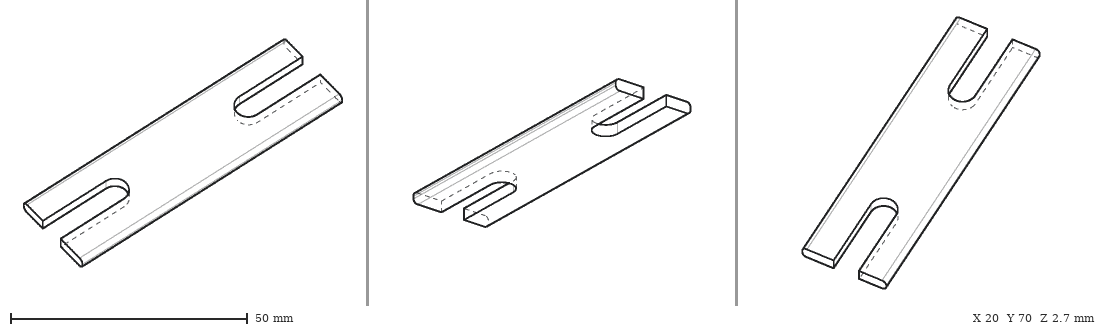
import cadquery as cq

length = 70.0
width = 20.0
thickness = 2.7
edge_radius = 1.05

slot_width = 6.0
slot_depth = 20.0
slot_offset_x = -0.5


def rounded_plate():
    """Flat bar along Y with its four long edges rounded."""
    plate = cq.Workplane("XY").box(width, length, thickness)
    return plate.edges("|Y").fillet(edge_radius)


def end_slot(end):
    """Cutter for the round-bottomed slot at the +Y (end=1) or -Y (end=-1) end."""
    return (
        cq.Workplane("XY")
        .center(slot_offset_x, end * length / 2)
        .slot2D(2 * slot_depth, slot_width, 90)
        .extrude(thickness, both=True)
    )


result = rounded_plate()
for end in (-1, 1):
    result = result.cut(end_slot(end))
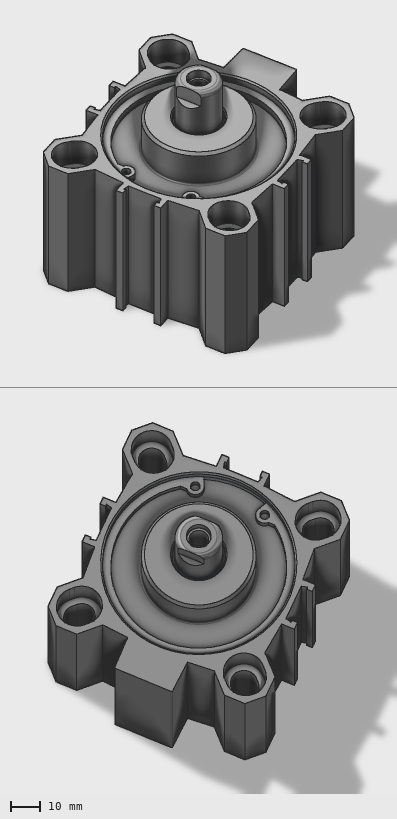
import cadquery as cq
import math


housing_height = 51.95
cover_top = 60.0
rod_top = 77.0
ring_top = housing_height - 2.9
ring_thickness = 2.6
ring_bottom = ring_top - ring_thickness
plate_thickness = 15.5
plate_bottom = ring_bottom - plate_thickness

half_width = 40.0
corner_outer = 34.7
corner_inner = 27.1
wall_edge = 33.4
wall_edge_along = wall_edge - (half_width - corner_inner)
wall_mid = 34.3

rail_outer = 39.0
rail_half_span = 8.8
rail_floor = 34.8
hook_bottom = 36.9
rail_root_overlap = 0.9
hook_half_gap = 6.1
groove_half_outer = 6.9
groove_half_inner = 6.4

block_top = 46.0
block_half_top = 10.6
block_half_base = 11.0
block_edge_radius = 0.4

hole_place = 30.4
hole_stretch = 1.7
hole_diameter = 9.0
counterbore_diameter = 13.8
counterbore_depth = 10.1

bore_diameter = 64.7
bore_chamfer = 0.6
ring_groove_diameter = 68.2

boss_diameter = 38.5
boss_chamfer = 1.0
boss_root_radius = 0.7
wiper_mouth_diameter = 18.9
wiper_wall_diameter = 18.0
wiper_lip_base_diameter = 17.7
wiper_lip_diameter = 16.5
wiper_groove_depth = 2.15
wiper_lip_drop = 1.0

ring_inner_diameter = 59.0
lug_x = 12.7
lug_y = -25.9
lug_radius = 3.0
lug_hole_diameter = 3.2
lug_shoulder_y = -23.9

rod_diameter = 16.0
rod_top_radius = 1.9
flat_half_width = 6.45
flat_bottom = 71.4
rod_recess_diameter = 8.25
rod_recess_depth = 3.3
rod_bore_diameter = 6.6
rod_bore_depth = 17.2
bore_cone_tip_diameter = 2.4
bore_tip_depth = 0.2
bore_cone_slope = 31


def revolved(profile):
    """Turn a closed (radius, Z) profile about the cylinder axis."""
    return cq.Workplane("XZ").polyline(profile).close().revolve(360, (0, 0, 0), (0, 1, 0))


def plain_side():
    """Quarter of the outline, on the +Y side, from the right corner to the left one."""
    return [
        (corner_outer, half_width),
        (corner_inner, half_width),
        (wall_edge_along, wall_edge),
        (rail_half_span, wall_mid),
        (-rail_half_span, wall_mid),
        (-wall_edge_along, wall_edge),
        (-corner_inner, half_width),
        (-corner_outer, half_width),
    ]


def turned(points, quarter_turns):
    """Turn points about the axis by whole quarter turns."""
    for _ in range(quarter_turns):
        points = [(-y, x) for x, y in points]
    return points


def rail_pair():
    """Two hooked rails and the raised floor between them, on the +Y side."""
    half = [
        (rail_half_span, rail_outer),
        (hook_half_gap, rail_outer),
        (hook_half_gap, hook_bottom),
        (groove_half_outer, hook_bottom),
        (groove_half_inner, rail_floor),
    ]
    mirrored = [(-x, y) for x, y in reversed(half)]
    root = wall_edge - rail_root_overlap
    points = [(rail_half_span, root)] + half + mirrored + [(-rail_half_span, root)]
    return cq.Workplane("XY").polyline(points).close().extrude(housing_height)


def port_block():
    points = [
        (block_half_base, wall_edge),
        (block_half_top, block_top),
        (-block_half_top, block_top),
        (-block_half_base, wall_edge),
    ]
    block = cq.Workplane("XY").polyline(points).close().extrude(housing_height)
    return block.edges("|Z and >Y").fillet(block_edge_radius)


def corner_slots(bottom, depth, diameter):
    """One diagonal slot cutter in each of the four corners."""
    cutters = cq.Workplane("XY", origin=(0, 0, bottom))
    for side in (1, -1):
        opposite_corners = [(hole_place, side * hole_place), (-hole_place, -side * hole_place)]
        cutters = cutters.pushPoints(opposite_corners)
        cutters = cutters.slot2D(diameter + hole_stretch, diameter, side * 45).extrude(depth)
    return cutters


def make_housing():
    outline = []
    for quarter_turns in range(4):
        outline += turned(plain_side(), quarter_turns)
    housing = cq.Workplane("XY").polyline(outline).close().extrude(housing_height)
    housing = housing.union(port_block())
    for angle in (90, 180, 270):
        housing = housing.union(rail_pair().rotate((0, 0, 0), (0, 0, 1), angle))

    housing = housing.cut(corner_slots(0, housing_height, hole_diameter))
    counterbore_floor = housing_height - counterbore_depth
    housing = housing.cut(corner_slots(counterbore_floor, counterbore_depth, counterbore_diameter))

    bore_radius = bore_diameter / 2
    groove_radius = ring_groove_diameter / 2
    cavity = [
        (0, plate_bottom),
        (bore_radius, plate_bottom),
        (bore_radius, ring_bottom),
        (groove_radius, ring_bottom),
        (groove_radius, ring_top),
        (bore_radius, ring_top),
        (bore_radius, housing_height - bore_chamfer),
        (bore_radius + bore_chamfer, housing_height),
        (0, housing_height),
    ]
    return housing.cut(revolved(cavity))


def make_cover():
    plate_radius = bore_diameter / 2
    boss_radius = boss_diameter / 2
    root = boss_root_radius
    mouth_chamfer = (wiper_mouth_diameter - wiper_wall_diameter) / 2
    groove_floor = cover_top - wiper_groove_depth
    fillet_middle = root * (1 - math.sqrt(0.5))
    profile = (
        cq.Workplane("XZ")
        .moveTo(rod_diameter / 2, plate_bottom)
        .lineTo(plate_radius, plate_bottom)
        .lineTo(plate_radius, ring_bottom)
        .lineTo(boss_radius + root, ring_bottom)
        .threePointArc(
            (boss_radius + fillet_middle, ring_bottom + fillet_middle),
            (boss_radius, ring_bottom + root),
        )
        .lineTo(boss_radius, cover_top - boss_chamfer)
        .lineTo(boss_radius - boss_chamfer, cover_top)
        .lineTo(wiper_mouth_diameter / 2, cover_top)
        .lineTo(wiper_wall_diameter / 2, cover_top - mouth_chamfer)
        .lineTo(wiper_wall_diameter / 2, groove_floor)
        .lineTo(wiper_lip_base_diameter / 2, groove_floor)
        .lineTo(wiper_lip_diameter / 2, cover_top - wiper_lip_drop)
        .lineTo(rod_diameter / 2, cover_top - wiper_lip_drop)
        .close()
    )
    return profile.revolve(360, (0, 0, 0), (0, 1, 0))


def make_retaining_ring():
    outer_radius = ring_groove_diameter / 2
    inner_radius = ring_inner_diameter / 2
    base = cq.Workplane("XY", origin=(0, 0, ring_bottom))
    ring = base.circle(outer_radius).circle(inner_radius).extrude(ring_thickness)

    lug_angle = math.atan2(lug_x, -lug_y)
    gap_apex_y = -lug_radius / math.sin(lug_angle)
    gap_reach = ring_groove_diameter
    gap_x = gap_reach * math.sin(lug_angle)
    gap_y = gap_apex_y - gap_reach * math.cos(lug_angle)
    gap = base.polyline([(0, gap_apex_y), (gap_x, gap_y), (-gap_x, gap_y)]).close().extrude(ring_thickness)
    ring = ring.cut(gap)

    shoulder_x = math.sqrt(inner_radius**2 - lug_shoulder_y**2)
    lug_places = [(-lug_x, lug_y), (lug_x, lug_y)]
    ring = ring.union(base.pushPoints(lug_places).circle(lug_radius).extrude(ring_thickness))
    for side in (-1, 1):
        shoulder = [
            (side * shoulder_x, lug_shoulder_y),
            (side * lug_x, lug_shoulder_y),
            (side * lug_x, lug_y - lug_radius),
            (side * shoulder_x, lug_y),
        ]
        ring = ring.union(base.polyline(shoulder).close().extrude(ring_thickness))
    return ring.cut(base.pushPoints(lug_places).circle(lug_hole_diameter / 2).extrude(ring_thickness))


def make_rod():
    rod = cq.Workplane("XY", origin=(0, 0, plate_bottom)).circle(rod_diameter / 2)
    rod = rod.extrude(rod_top - plate_bottom).faces(">Z").edges().fillet(rod_top_radius)

    clearance = rod_diameter / 2
    for side in (-1, 1):
        flat = [
            (side * flat_half_width, rod_top),
            (side * flat_half_width, flat_bottom),
            (side * (flat_half_width + clearance), flat_bottom - clearance),
            (side * (flat_half_width + clearance), rod_top),
        ]
        rod = rod.cut(cq.Workplane("YZ").polyline(flat).close().extrude(clearance, both=True))

    recess_radius = rod_recess_diameter / 2
    bore_radius = rod_bore_diameter / 2
    tip_radius = bore_cone_tip_diameter / 2
    recess_floor = rod_top - rod_recess_depth
    cone_top = rod_top - rod_bore_depth
    cone_drop = (bore_radius - tip_radius) * math.tan(math.radians(bore_cone_slope))
    cone_bottom = cone_top - cone_drop
    hole = [
        (0, rod_top),
        (recess_radius, rod_top),
        (recess_radius, recess_floor),
        (bore_radius, recess_floor),
        (bore_radius, cone_top),
        (tip_radius, cone_bottom),
        (0, cone_bottom - bore_tip_depth),
    ]
    return rod.cut(revolved(hole))


housing = make_housing()
cover = make_cover()
retaining_ring = make_retaining_ring()
rod = make_rod()

result = cq.Compound.makeCompound([housing.val(), cover.val(), retaining_ring.val(), rod.val()])

[Exercise]
After checking the entries, state how many lines contain "revolved", and write nothing but the number.

[Task answer]
3